Seven years ago i was very excited to start my higher level education but i had no idea that one week into the school term I’d be paying my gynecologist a visit over a chronic illness i didn’t know existed.
Endometriosis is a chronic condition where tissue that behaves like the lining of the uterus is found in other parts of the body such as the ovaries, Fallopian tubes, bladder, bowel and others. For further and easier information to comprehend this, please visit https://www.medtronic.com/covidien/en-za/patient-information/explore-endometriosis.html
On my visit to the doctor, very odd tests were done and i was asked if I’d aborted before because what they were seeing was unusual. During the review he opened what i call a doctor’s dictionary and introduced me to this new word Endometriosis. I honestly wasn’t paying attention until he mentioned it has no cure and the only hope to improving the situation was giving birth. I got scared and thought at that age I’d have to get pregnant for this to go away. I remember how scared my mum was when she broke the news to my dad. My adolescent mind was racing on about how i was going to be a young mom and stuff while my mum was making phone calls to priests and other religious people she knew to start praying for me. (As would any African Mother)
There’s no cure not even in the first world countries so we are really even on this one. Anyway, there are particular pills ladies like me can take but that helps to reduce pain and balance a few hormones and that’s it. My doctor prescribed them and literally banned me from the hospital, no see me in two weeks time or visit in a month. He left me to battle it out with pharmacists asking why i need the medicine and other similar annoying questions.

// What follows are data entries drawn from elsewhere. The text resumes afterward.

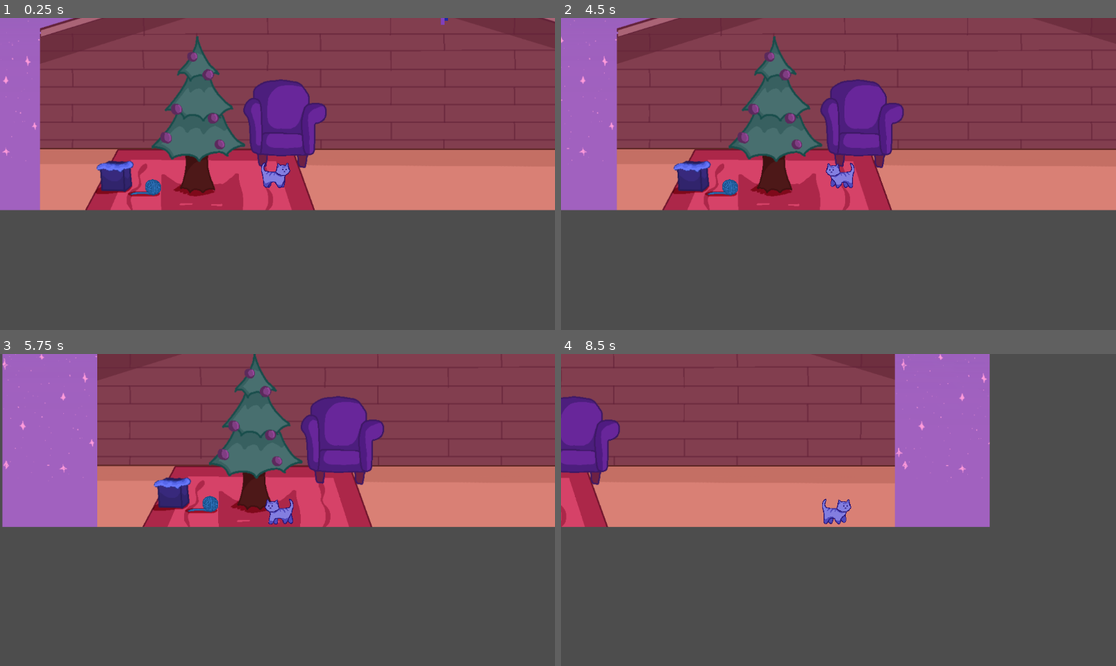
Above: before the commit, frames 1-4 (two rows, left to right).
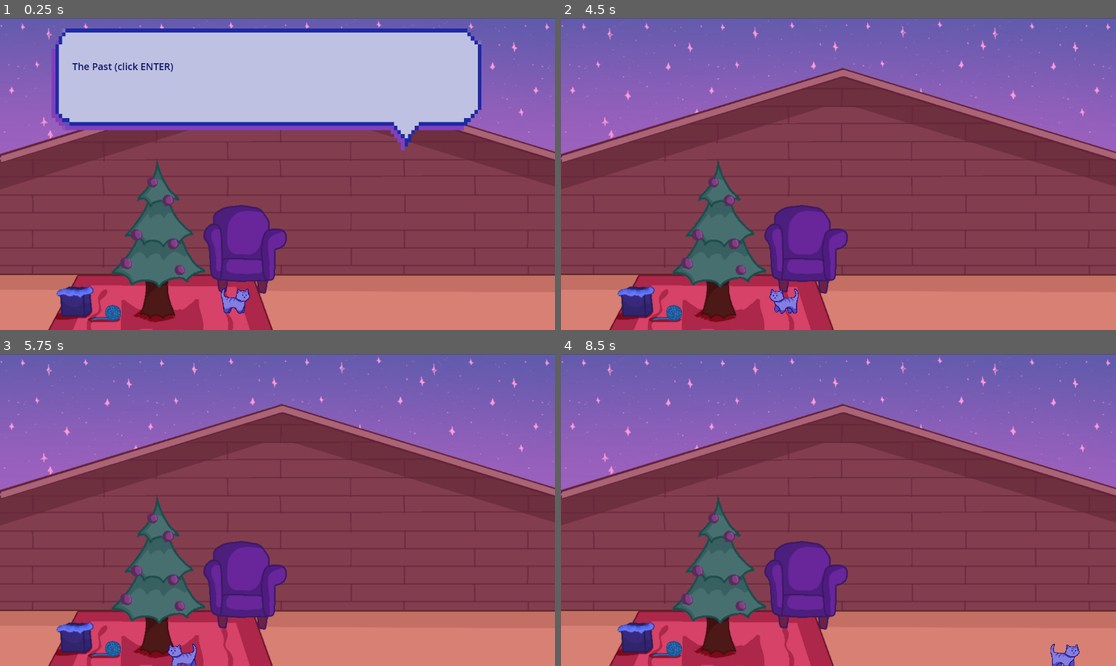
Above: after the commit, the same moments.

Repository: purple-affogato/magic-xmas-cat-game
Game: Godot game, scene res://past_level.tscn
Same seed, same stepped clock (60 frames per second), same inputs: the game is played once before the commit and once after it. This scene is started directly instead of the project's main scene.
Inputs:
- Up to frame 1 (0.25 s): no input
- Up to frame 2 (4.5 s): tap Enter (ui_accept) at 0.5, 0.77, 1.25, 1.52, 2, 2.75, 3.02, 3.5, 3.77, 4.25 s; hold Right (ui_right) 0.53-1.28 s; hold Down (ui_down) 1.28-2.03 s; hold Right (ui_right) 2.03-2.78 s; hold Up (ui_up) 2.78-3.53 s; hold Left (ui_left) from 3.53 s (still down)
- Up to frame 3 (5.75 s): tap Enter (ui_accept) at 4.52 s; release Left (ui_left) at 5.03 s; hold Down (ui_down) from 5.03 s (still down)
- Up to frame 4 (8.5 s): release Down (ui_down) at 5.78 s; hold Right (ui_right) 5.78-6.53 s; tap Enter (ui_accept) at 6.02, 6.77, 7.52 s; hold Up (ui_up) 6.53-7.28 s; hold Right (ui_right) 7.28-8.03 s; hold Down (ui_down) from 8.03 s (still down)

The runs differ from the first frame. In frame 1, 95% of the frame differs, in the area x 0-100%, y 0-100%; in frame 2, 92%; in frame 3, 95%; in frame 4, 95%.

Commit message:
disabled camera

Diff:
--- a/cat.tscn
+++ b/cat.tscn
@@ -206,3 +206,4 @@
 shape = SubResource("RectangleShape2D_3bkw1")
 
 [node name="Camera2D" type="Camera2D" parent="."]
+enabled = false

During my short stay at home during the school term, we visited a doctor that specializes in herbal and organic medicine. That medicine is just as bitter as Aloe Vera or worse and i started treatment with special supervision from the school nurse. There was no skipping with that woman, she’d send over five different people to inform me that’d been summoned. I always referred to it as torture and a curse from God because why would He send me a chronic illness moreover one that was incurable.
Flash forward to the present day, i know now that the nurse just wanted me to be healthy and get better just as she’d promised my mother. The strict supervision during my treatment is why I’m not as badly off but that is a story for another day. Over the years i started doing more research about the illness and started looking for women, ladies or young girls like me. The pain i was feeling when it was that time of the month, before and after was excruciating. I thought to myself, there should be other females out there like me and i want to know how they deal with this awful pain.
Friend, if i tell you my pain is nothing compared to the stories i read as shared by different women you have to believe me. Some utilize most of their leave days from work to stay home because they can barely walk, one medically hit menopause at the age of fifteen, another quit her job because her colleagues complained about her working from home whenever it was that time of the month. Plus so many others you can check out this one https://www.healthline.com/health-news/personal-painful-ordeal-of-women-with-endometriosis-061815
The symptoms differ for every female and that’s why some get diagnosed a little later when the condition is ugly. Let me get back to why I’ve decided to write about this. This illness has so much control about pretty much everything in my life. My body physique for starters, i have a hormonal belly which is hard to shred, bad digestion process so i have to watch what i eat, anxiety and depression because i grow fat from stress and people will call me out on it as if i shove 10 butter cream cupcakes down my throat everyday. The hormonal imbalance has me loving someone today and hating them tomorrow and last but not least the intimacy situation. It’s such a load to carry but i handle it with patience and faith that it will get better.
During the lock down, i decided to study my body and assess my life from the past seven years and i realized my endometriosis situation has been controlling me the entire time. If I’d known that a while back I’d have handled life better but we make our choices and that’s not me saying i regret it. I’m proud to say my mental health is stable and I’m happy, extremly thankful to my unpaid therapists at least all our hours of talking have helped me realize what the root cause has been. I even know where I’m going with this blog journey and my life with this unfriendly illness of mine.
The story does not end here, we are going to go deeper into this chronic illness and i’ll share my experience because it feels like i’m reliving some parts. This is part one of my story and i hope you stick around. These stories need to be told and we need to be heard to find one another but most importantly to get help and offer it to those who don’t even know they need it.